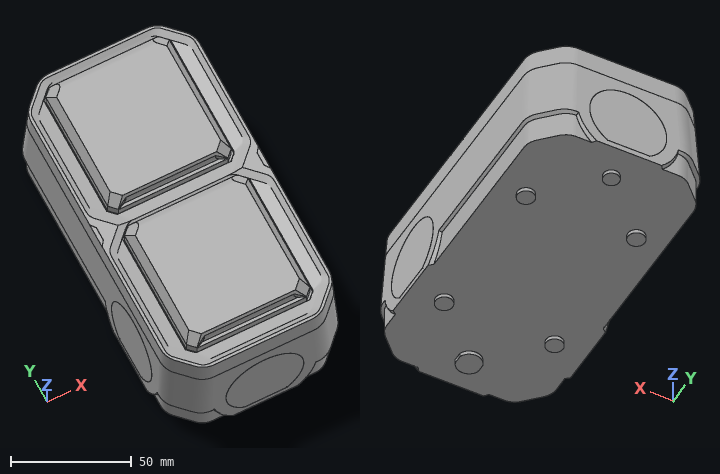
import cadquery as cq
import math

HALF_X = 41.7
HALF_Y = 77.2
MID_Z = 18.5
COVER_Z = 42.0
TOP_Z = 52.4
MID_LEAN = 0.8
COVER_LEAN = 1.93
TOP_LEAN = 2.5
CORNER = 12.2
CORNER_RADIUS = 10.7

FOOT_Z = 13.3
FOOT_STEP = 1.0
FOOT_INSET = 1.9
FOOT_RADIUS = 9.3
SURROUND_RADIUS = 23.6
SURROUND_FLARE = 1.0

ENTRY_Z = 18.0
PLUG_RADIUS = 18.0
PLUG_FLAT_Z = 3.0
PLUG_DEPTH = 4.6
OUTWARD = cq.Vector(1, 0, 0)

FEET_HEIGHT = 1.9
SIDE_FOOT_X = 26.0
SIDE_FOOT_RADIUS = 4.0
END_FOOT_Y = 61.8
REAR_FOOT_RADIUS = 3.7
FRONT_FOOT_RADIUS = 5.79
FRONT_FOOT_WIDTH = 10.8

UNIT_Y = 35.5
UNIT_CENTERS = [-UNIT_Y, UNIT_Y]

RIM_HALF = 37.8
FLOOR_HALF = 35.5
FLOOR_Z = 51.0
POCKET_CORNER = 11.3
POCKET_RADIUS = 6.2
WELL_RIM_Z = 50.0
WELL_BOTTOM_Z = 47.9
FLAP_GAP = 1.0
FLAP_BACK_GAP = 0.3
WELL_CORNER_RADIUS = 0.5

FLAP_HALF_X = 28.7
FLAP_FRONT_Y = -29.0
FLAP_BACK_Y = 33.4
FLAP_TOP_Z = 56.7
FLAP_TOP_HALF_X = 25.6
FLAP_TOP_FRONT_Y = -26.0
FLAP_BACK_RADIUS = 4.8
BEVEL_FRONT_Y = -26.9
BEVEL_Z = 55.3
CREASE_Y = -2.6
CREASE_DROP = 0.2
FLAP_CORNER = 3.2
FLAP_TOP_CORNER = 10.2

SCOOP_TOP_Z = 54.5
SCOOP_LIP_Y = -27.5
SCOOP_LIP_Z = 51.9
SCOOP_SAG = 0.23
SCOOP_BACK_HALF = 20.9
SCOOP_FRONT_HALF = 25.5

NOTCH_LENGTH = 11.3
NOTCH_FLOOR_LENGTH = 6.3
NOTCH_WIDTH = 1.9
NOTCH_DEPTH = 0.2
NOTCH_OVERRUN = 1.5


def outline(half_x, front_y, back_y, corner, radius, z):
    """Rectangle with cut corners at height z; a radius rounds both ends of each cut."""
    points = [
        (half_x - corner, front_y), (half_x, front_y + corner),
        (half_x, back_y - corner), (half_x - corner, back_y),
        (corner - half_x, back_y), (-half_x, back_y - corner),
        (-half_x, front_y + corner), (corner - half_x, front_y),
    ]
    wire = cq.Wire.makePolygon([cq.Vector(x, y, z) for x, y in points], close=True)
    if radius:
        wire = wire.fillet2D(radius, wire.Vertices())
    return wire


def loft(*wires):
    return cq.Workplane(cq.Solid.makeLoft(list(wires), True))


def box_outline(lean, z, radius=CORNER_RADIUS):
    half_y = HALF_Y - lean
    return outline(HALF_X - lean, -half_y, half_y, CORNER, radius, z)


def at_entries(make_body):
    """Copies of a body made for the distance of a wall from the axis, one at each cable entry."""
    side = make_body(HALF_X)
    end = make_body(HALF_Y)
    return [
        side.translate((0, -UNIT_Y, 0)),
        side.rotate((0, 0, 0), (0, 0, 1), 180).translate((0, -UNIT_Y, 0)),
        end.rotate((0, 0, 0), (0, 0, 1), 90),
        end.rotate((0, 0, 0), (0, 0, 1), -90),
    ]



def plug_blank(wall):
    inner_face = cq.Vector(wall - PLUG_DEPTH, 0, ENTRY_Z)
    disc = cq.Workplane(cq.Solid.makeCylinder(PLUG_RADIUS, PLUG_DEPTH, inner_face, OUTWARD))
    size = 2 * PLUG_RADIUS
    above_flat = cq.Workplane().box(2 * wall, size, size, centered=(True, True, False))
    return disc.intersect(above_flat.translate((0, 0, PLUG_FLAT_Z)))


def make_plugs():
    flush_block = loft(box_outline(0, 0), box_outline(COVER_LEAN, COVER_Z))
    return [blank.intersect(flush_block) for blank in at_entries(plug_blank)]



def surround_blank(wall):
    foot_wall = cq.Vector(wall - FOOT_INSET, 0, ENTRY_Z)
    flared_radius = SURROUND_RADIUS + SURROUND_FLARE
    return cq.Workplane(cq.Solid.makeCone(flared_radius, SURROUND_RADIUS, FOOT_INSET, foot_wall, OUTWARD))


def make_feet():
    top = cq.Workplane().workplane(offset=-FEET_HEIGHT)
    side_spots = [(x, y) for x in (-SIDE_FOOT_X, SIDE_FOOT_X) for y in UNIT_CENTERS]
    feet = top.pushPoints(side_spots).circle(SIDE_FOOT_RADIUS).extrude(FEET_HEIGHT)
    rear = top.center(0, END_FOOT_Y).circle(REAR_FOOT_RADIUS).extrude(FEET_HEIGHT)
    front = top.center(0, -END_FOOT_Y).circle(FRONT_FOOT_RADIUS).extrude(FEET_HEIGHT)
    flats = top.center(0, -END_FOOT_Y).rect(FRONT_FOOT_WIDTH, 2 * FRONT_FOOT_RADIUS).extrude(FEET_HEIGHT)
    return feet.union(rear).union(front.intersect(flats))


def make_base():
    lower_block = loft(box_outline(0, 0), box_outline(MID_LEAN, MID_Z))
    upper_block = loft(box_outline(MID_LEAN, MID_Z), box_outline(COVER_LEAN, COVER_Z))
    foot_lean = MID_LEAN * FOOT_Z / MID_Z
    foot = loft(
        box_outline(FOOT_INSET, 0, FOOT_RADIUS),
        box_outline(FOOT_INSET, FOOT_Z - FOOT_STEP, FOOT_RADIUS),
        box_outline(foot_lean, FOOT_Z),
    )
    belt = loft(box_outline(foot_lean, FOOT_Z), box_outline(MID_LEAN, MID_Z))
    base = upper_block.union(belt).union(foot)
    for surround in at_entries(surround_blank):
        base = base.union(surround.intersect(lower_block))
    for hole in at_entries(plug_blank):
        base = base.cut(hole)
    return base.union(make_feet())



def make_pocket():
    rim = outline(RIM_HALF, -RIM_HALF, RIM_HALF, POCKET_CORNER, POCKET_RADIUS, TOP_Z)
    floor = outline(FLOOR_HALF, -FLOOR_HALF, FLOOR_HALF, POCKET_CORNER, POCKET_RADIUS, FLOOR_Z)

    def well_outline(z):
        return outline(
            FLAP_HALF_X + FLAP_GAP, FLAP_FRONT_Y - FLAP_GAP, FLAP_BACK_Y + FLAP_BACK_GAP,
            FLAP_CORNER, WELL_CORNER_RADIUS, z,
        )

    wall = loft(floor, rim)
    slope = loft(well_outline(WELL_RIM_Z), floor)
    well = loft(well_outline(WELL_BOTTOM_Z), well_outline(WELL_RIM_Z))
    return wall.union(slope).union(well)


def make_notch(side):
    edge = side * (HALF_X - TOP_LEAN)
    inner = edge - side * NOTCH_WIDTH
    outer = edge + side * NOTCH_OVERRUN
    end = NOTCH_LENGTH / 2
    floor_end = NOTCH_FLOOR_LENGTH / 2
    return (
        cq.Workplane()
        .workplane(offset=TOP_Z - NOTCH_DEPTH)
        .polyline([
            (outer, -end), (edge, -end), (inner, -floor_end),
            (inner, floor_end), (edge, end), (outer, end),
        ])
        .close()
        .extrude(NOTCH_DEPTH)
    )


def make_cover():
    cover = loft(box_outline(COVER_LEAN, COVER_Z), box_outline(TOP_LEAN, TOP_Z))
    pocket = make_pocket()
    for y in UNIT_CENTERS:
        cover = cover.cut(pocket.translate((0, y, 0)))
    for side in (-1, 1):
        cover = cover.cut(make_notch(side))
    return cover



def make_scoop():
    middle_y = (BEVEL_FRONT_Y + SCOOP_LIP_Y) / 2 + SCOOP_SAG
    middle_z = (SCOOP_TOP_Z + SCOOP_LIP_Z) / 2 - SCOOP_SAG
    hollow = (
        cq.Workplane("YZ")
        .moveTo(BEVEL_FRONT_Y, FLAP_TOP_Z)
        .lineTo(BEVEL_FRONT_Y, SCOOP_TOP_Z)
        .threePointArc((middle_y, middle_z), (SCOOP_LIP_Y, SCOOP_LIP_Z))
        .lineTo(FLAP_FRONT_Y, SCOOP_LIP_Z)
        .lineTo(FLAP_FRONT_Y, FLAP_TOP_Z)
        .close()
        .extrude(SCOOP_FRONT_HALF, both=True)
    )
    span = (
        cq.Workplane()
        .workplane(offset=SCOOP_LIP_Z)
        .polyline([
            (-SCOOP_FRONT_HALF, FLAP_FRONT_Y), (SCOOP_FRONT_HALF, FLAP_FRONT_Y),
            (SCOOP_BACK_HALF, BEVEL_FRONT_Y), (-SCOOP_BACK_HALF, BEVEL_FRONT_Y),
        ])
        .close()
        .extrude(FLAP_TOP_Z - SCOOP_LIP_Z)
    )
    return hollow.intersect(span)


def make_flap(unit_y):
    arc = FLAP_BACK_RADIUS * math.sqrt(0.5)
    arc_y = FLAP_BACK_Y - FLAP_BACK_RADIUS
    arc_z = FLAP_TOP_Z - FLAP_BACK_RADIUS
    lengthwise = (
        cq.Workplane("YZ")
        .moveTo(FLAP_FRONT_Y, WELL_BOTTOM_Z)
        .lineTo(FLAP_FRONT_Y, TOP_Z)
        .lineTo(BEVEL_FRONT_Y, BEVEL_Z)
        .lineTo(FLAP_TOP_FRONT_Y, FLAP_TOP_Z - CREASE_DROP)
        .lineTo(CREASE_Y, FLAP_TOP_Z)
        .lineTo(arc_y, FLAP_TOP_Z)
        .threePointArc((arc_y + arc, arc_z + arc), (FLAP_BACK_Y, arc_z))
        .lineTo(FLAP_BACK_Y, WELL_BOTTOM_Z)
        .close()
        .extrude(FLAP_HALF_X, both=True)
    )
    crosswise = (
        cq.Workplane("XZ")
        .moveTo(-FLAP_HALF_X, WELL_BOTTOM_Z)
        .lineTo(-FLAP_HALF_X, TOP_Z)
        .lineTo(-FLAP_TOP_HALF_X, FLAP_TOP_Z)
        .lineTo(FLAP_TOP_HALF_X, FLAP_TOP_Z)
        .lineTo(FLAP_HALF_X, TOP_Z)
        .lineTo(FLAP_HALF_X, WELL_BOTTOM_Z)
        .close()
        .extrude(FLAP_BACK_Y, both=True)
    )

    def corner_outline(corner, z):
        return outline(FLAP_HALF_X, FLAP_FRONT_Y, FLAP_BACK_Y, corner, 0, z)

    cut_corners = loft(
        corner_outline(FLAP_CORNER, WELL_BOTTOM_Z),
        corner_outline(FLAP_CORNER, TOP_Z),
        corner_outline(FLAP_TOP_CORNER, FLAP_TOP_Z),
    )
    flap = lengthwise.intersect(crosswise).intersect(cut_corners).cut(make_scoop())
    return flap.translate((0, unit_y, 0))


base = make_base()
cover = make_cover()
plugs = make_plugs()
flaps = [make_flap(y) for y in UNIT_CENTERS]

bodies = [base, cover, *plugs, *flaps]
result = cq.Compound.makeCompound([body.solids().val() for body in bodies])
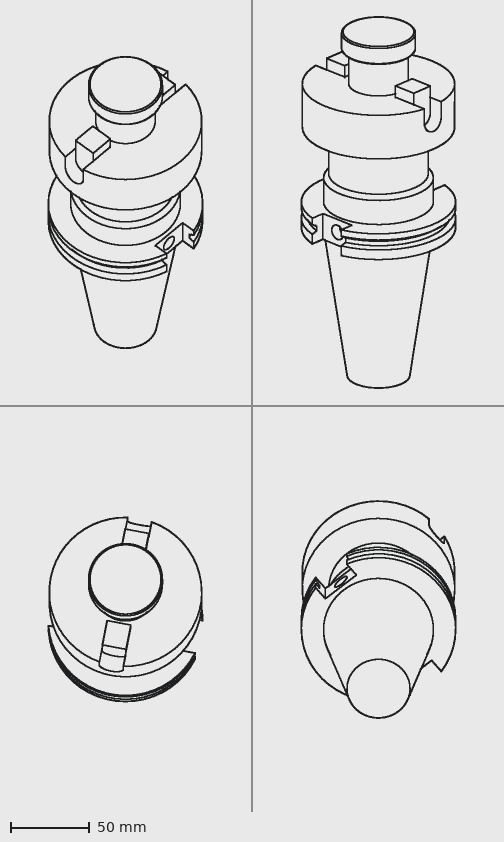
import cadquery as cq

taper_top = 101.6
flange_bottom = 103.0
flange_top = 121.0
shoulder_top = 140.7
shoulder_cone_bottom = 137.8
collar_bottom = 173.0
collar_top = 203.5
head_bottom = 227.3
head_top = 239.7

taper_small_dia = 40.0
shoulder_dia = 69.8
flange_dia = 98.0
neck_dia = 63.3
collar_dia = 96.8
spigot_dia = 37.9
head_dia = 47.0

head_chamfer = 1.0

groove_top = 116.7
groove_bottom = 109.8
groove_floor_dia = 90.4
groove_upper_slope = 2.6
groove_lower_slope = 1.2

notch_width = 25.5
notch_floor_x = 37.6
notch_hole_dia = 9.8
notch_hole_depth = 7.2

key_width = 15.3
key_inner_y = 22.3
key_outer_y = 38.4
key_top = 211.5
key_bottom = 185.5


def make_turned_body():
    """Revolve the tapered shank, flange, neck, collar and spigot about Z."""
    shoulder_radius = shoulder_dia / 2
    flange_radius = flange_dia / 2
    groove_radius = groove_floor_dia / 2
    neck_radius = neck_dia / 2
    collar_radius = collar_dia / 2
    spigot_radius = spigot_dia / 2
    profile = [
        (0, 0),
        (taper_small_dia / 2, 0),
        (shoulder_radius, taper_top),
        (shoulder_radius, flange_bottom),
        (flange_radius, flange_bottom),
        (flange_radius, groove_bottom),
        (groove_radius, groove_bottom + groove_lower_slope),
        (groove_radius, groove_top - groove_upper_slope),
        (flange_radius, groove_top),
        (flange_radius, flange_top),
        (shoulder_radius, flange_top),
        (shoulder_radius, shoulder_cone_bottom),
        (neck_radius, shoulder_top),
        (neck_radius, collar_bottom),
        (collar_radius, collar_bottom),
        (collar_radius, collar_top),
        (spigot_radius, collar_top),
        (spigot_radius, head_bottom),
        (0, head_bottom),
    ]
    return cq.Workplane("XZ").polyline(profile).close().revolve(360, (0, 0), (0, 1))


def make_notch(side):
    """Drive notch with a blind hole in its floor; side is +1 or -1 along X."""
    flange_height = flange_top - flange_bottom
    flange_middle = (flange_top + flange_bottom) / 2
    notch_depth = flange_dia / 2 - notch_floor_x
    notch = cq.Workplane("XY").box(notch_depth, notch_width, flange_height)
    notch = notch.translate((side * (notch_floor_x + notch_depth / 2), 0, flange_middle))
    hole = (
        cq.Workplane("YZ", origin=(side * notch_floor_x, 0, flange_middle))
        .circle(notch_hole_dia / 2)
        .extrude(-side * notch_hole_depth)
    )
    return notch.union(hole)


def make_round_bottom_bar(side, outer_y):
    """Bar with a half-round underside, from the inner key face out to outer_y."""
    half_width = key_width / 2
    arc_center_z = key_bottom + half_width
    return (
        cq.Workplane("XZ", origin=(0, side * key_inner_y, 0))
        .moveTo(-half_width, key_top)
        .lineTo(-half_width, arc_center_z)
        .threePointArc((0, key_bottom), (half_width, arc_center_z))
        .lineTo(half_width, key_top)
        .close()
        .extrude(-side * (outer_y - key_inner_y))
    )


def make_holder():
    """Tool holder with its drive notches and key slots."""
    body = make_turned_body()
    for side in (-1, 1):
        body = body.cut(make_notch(side))
        body = body.cut(make_round_bottom_bar(side, collar_dia / 2))
    return body


def make_key(side):
    """Drive key filling the inner part of its slot and standing above the collar."""
    return make_round_bottom_bar(side, key_outer_y)


def make_screw_head():
    """Retaining disc seated on the end of the spigot."""
    return (
        cq.Workplane("XY", origin=(0, 0, head_bottom))
        .circle(head_dia / 2)
        .extrude(head_top - head_bottom)
        .faces("<Z or >Z")
        .edges()
        .chamfer(head_chamfer)
    )


holder = make_holder()
keys = [make_key(side) for side in (-1, 1)]
screw_head = make_screw_head()

result = cq.Compound.makeCompound([holder.val(), *[key.val() for key in keys], screw_head.val()])
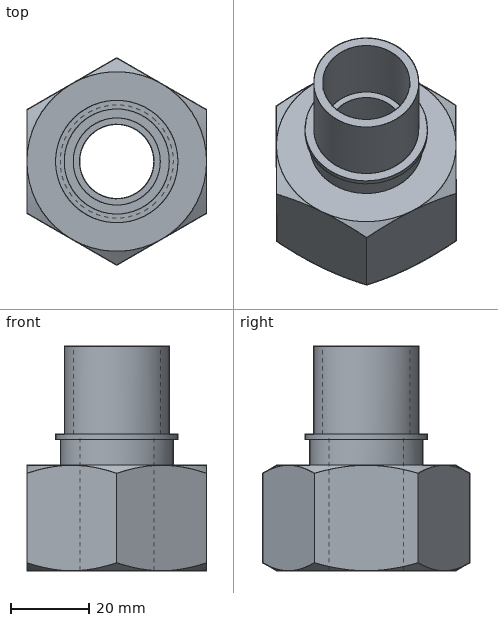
import cadquery as cq
import math

total_height = 57.5
nut_height = 27.0
nut_across_flats = 46.0
chamfer_angle = 30.0

neck_diameter = 29.0
flange_diameter = 31.35
flange_bottom = 33.6
flange_thickness = 1.45
tube_diameter = 26.9

bore_diameter = 19.0
socket_diameter = 22.3

flange_top = flange_bottom + flange_thickness
nut_across_corners = nut_across_flats / math.cos(math.radians(30))
chamfer_width = (nut_across_corners - nut_across_flats) / 2
chamfer_drop = chamfer_width * math.tan(math.radians(chamfer_angle))


def cylinder(diameter, bottom, top):
    """Upright cylinder on the Z axis between two heights."""
    return cq.Workplane("XY").workplane(offset=bottom).circle(diameter / 2).extrude(top - bottom)


def chamfered_nut():
    """Hexagon with corners on the Y axis and conically chamfered ends."""
    hexagon = (
        cq.Workplane("XY")
        .polygon(6, nut_across_corners)
        .extrude(nut_height)
        .rotate((0, 0, 0), (0, 0, 1), 90)
    )
    flat_radius = nut_across_flats / 2
    corner_radius = nut_across_corners / 2
    chamfer_envelope = (
        cq.Workplane("XZ")
        .moveTo(0, 0)
        .lineTo(flat_radius, 0)
        .lineTo(corner_radius, chamfer_drop)
        .lineTo(corner_radius, nut_height - chamfer_drop)
        .lineTo(flat_radius, nut_height)
        .lineTo(0, nut_height)
        .close()
        .revolve(360, (0, 0, 0), (0, 1, 0))
    )
    return hexagon.intersect(chamfer_envelope)


def stem():
    """Neck, flange and tube as one stepped round body."""
    neck = cylinder(neck_diameter, nut_height, flange_bottom)
    flange = cylinder(flange_diameter, flange_bottom, flange_top)
    tube = cylinder(tube_diameter, flange_top, total_height)
    return neck.union(flange).union(tube)


def stepped_bore():
    """Through bore, widened to a socket inside the tube down to the flange."""
    bore = cylinder(bore_diameter, 0, total_height)
    socket = cylinder(socket_diameter, flange_top, total_height)
    return bore.union(socket)


result = chamfered_nut().union(stem()).cut(stepped_bore())
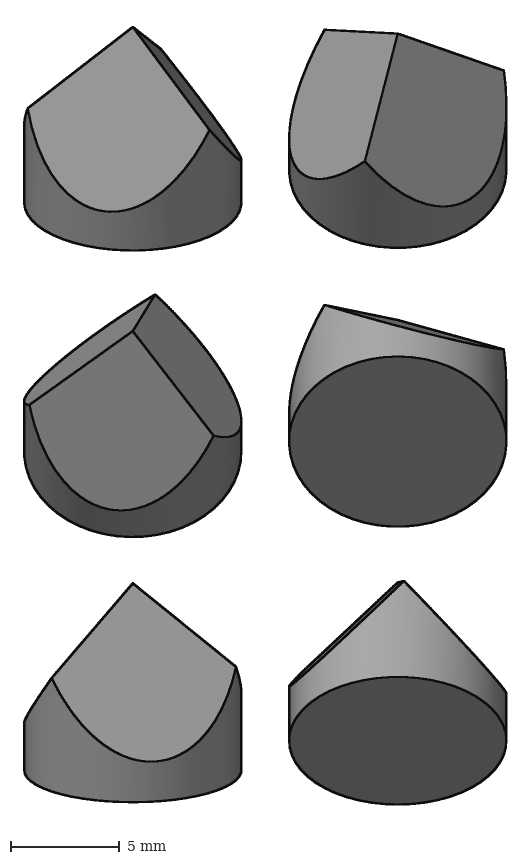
import cadquery as cq
import math

diameter = 10.0
height = 9.0
face_count = 3
first_face_angle = 180.0
face_slope = math.sqrt(2)

wedge_reach = 0.6 * diameter


def face_wedge(angle):
    """Material above one sloping face that descends from the apex."""
    wedge = (
        cq.Workplane("XZ")
        .moveTo(0, height)
        .lineTo(wedge_reach, height - face_slope * wedge_reach)
        .lineTo(wedge_reach, height)
        .close()
        .extrude(wedge_reach, both=True)
    )
    return wedge.rotate((0, 0, 0), (0, 0, 1), angle)


result = cq.Workplane("XY").circle(diameter / 2).extrude(height)
for index in range(face_count):
    result = result.cut(face_wedge(first_face_angle + index * 360 / face_count))
• • •
→ Exercise details
Can you repeat, word for word, every line above from the one containing "cylinder on the" down to the one containing "with corners on", including both?

→ Task output
    """Upright cylinder on the Z axis between two heights."""
    return cq.Workplane("XY").workplane(offset=bottom).circle(diameter / 2).extrude(top - bottom)


def chamfered_nut():
    """Hexagon with corners on the Y axis and conically chamfered ends."""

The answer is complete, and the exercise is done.